***** INFORMATION SHOWN

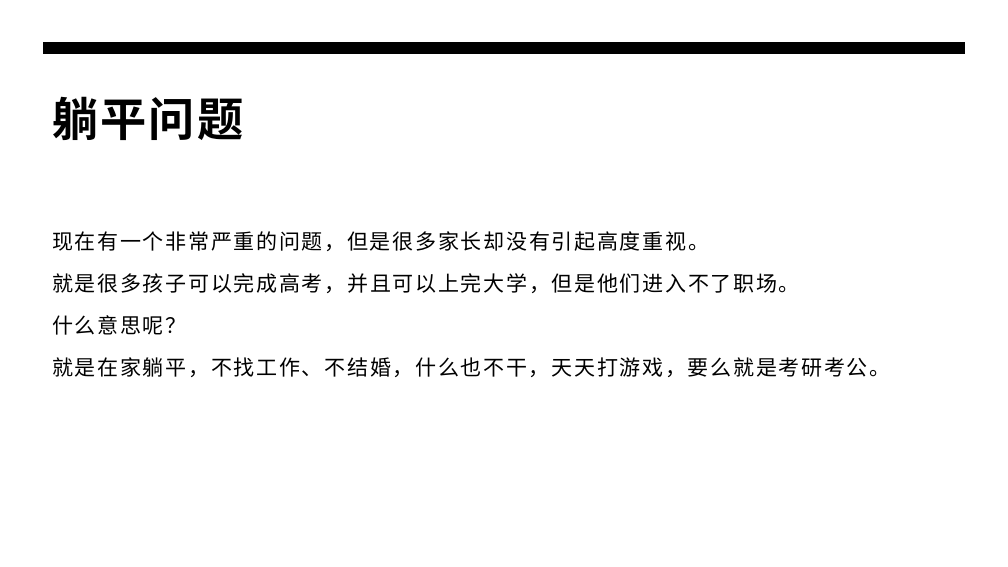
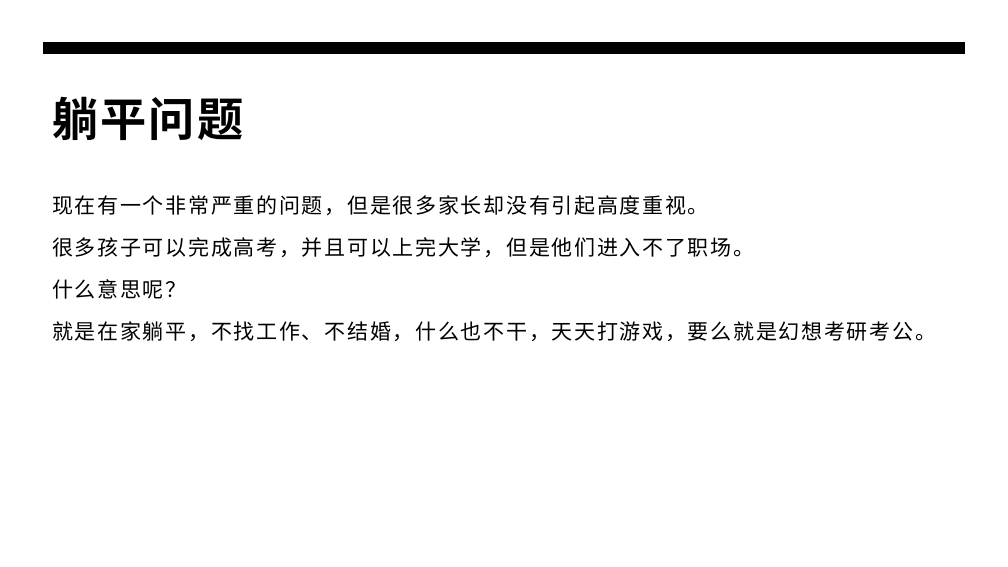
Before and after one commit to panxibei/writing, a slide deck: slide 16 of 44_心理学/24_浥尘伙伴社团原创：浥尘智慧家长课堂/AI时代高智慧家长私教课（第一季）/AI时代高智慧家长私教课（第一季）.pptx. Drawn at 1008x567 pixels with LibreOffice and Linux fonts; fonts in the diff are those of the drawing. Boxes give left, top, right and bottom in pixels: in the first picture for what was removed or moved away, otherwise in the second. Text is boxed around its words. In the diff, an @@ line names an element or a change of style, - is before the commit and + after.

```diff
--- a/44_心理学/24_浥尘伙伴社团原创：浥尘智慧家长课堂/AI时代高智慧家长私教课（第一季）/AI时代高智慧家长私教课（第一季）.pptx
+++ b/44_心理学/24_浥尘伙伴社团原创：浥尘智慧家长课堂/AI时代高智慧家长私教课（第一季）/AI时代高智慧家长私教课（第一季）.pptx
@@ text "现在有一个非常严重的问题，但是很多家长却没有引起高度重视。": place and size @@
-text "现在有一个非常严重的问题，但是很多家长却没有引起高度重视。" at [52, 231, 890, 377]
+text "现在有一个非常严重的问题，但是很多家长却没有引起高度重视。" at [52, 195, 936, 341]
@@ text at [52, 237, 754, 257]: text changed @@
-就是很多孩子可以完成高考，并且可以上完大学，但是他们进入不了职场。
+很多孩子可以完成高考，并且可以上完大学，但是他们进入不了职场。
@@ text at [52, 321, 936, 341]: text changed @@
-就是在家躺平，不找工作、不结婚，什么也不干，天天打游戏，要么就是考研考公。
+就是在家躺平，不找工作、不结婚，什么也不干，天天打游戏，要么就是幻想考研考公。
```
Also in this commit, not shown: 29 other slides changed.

**********

Report every line of the data above that contains the string "现在有一个非常严重的问题" by copying it in full.

@@ text "现在有一个非常严重的问题，但是很多家长却没有引起高度重视。": place and size @@
-text "现在有一个非常严重的问题，但是很多家长却没有引起高度重视。" at [52, 231, 890, 377]
+text "现在有一个非常严重的问题，但是很多家长却没有引起高度重视。" at [52, 195, 936, 341]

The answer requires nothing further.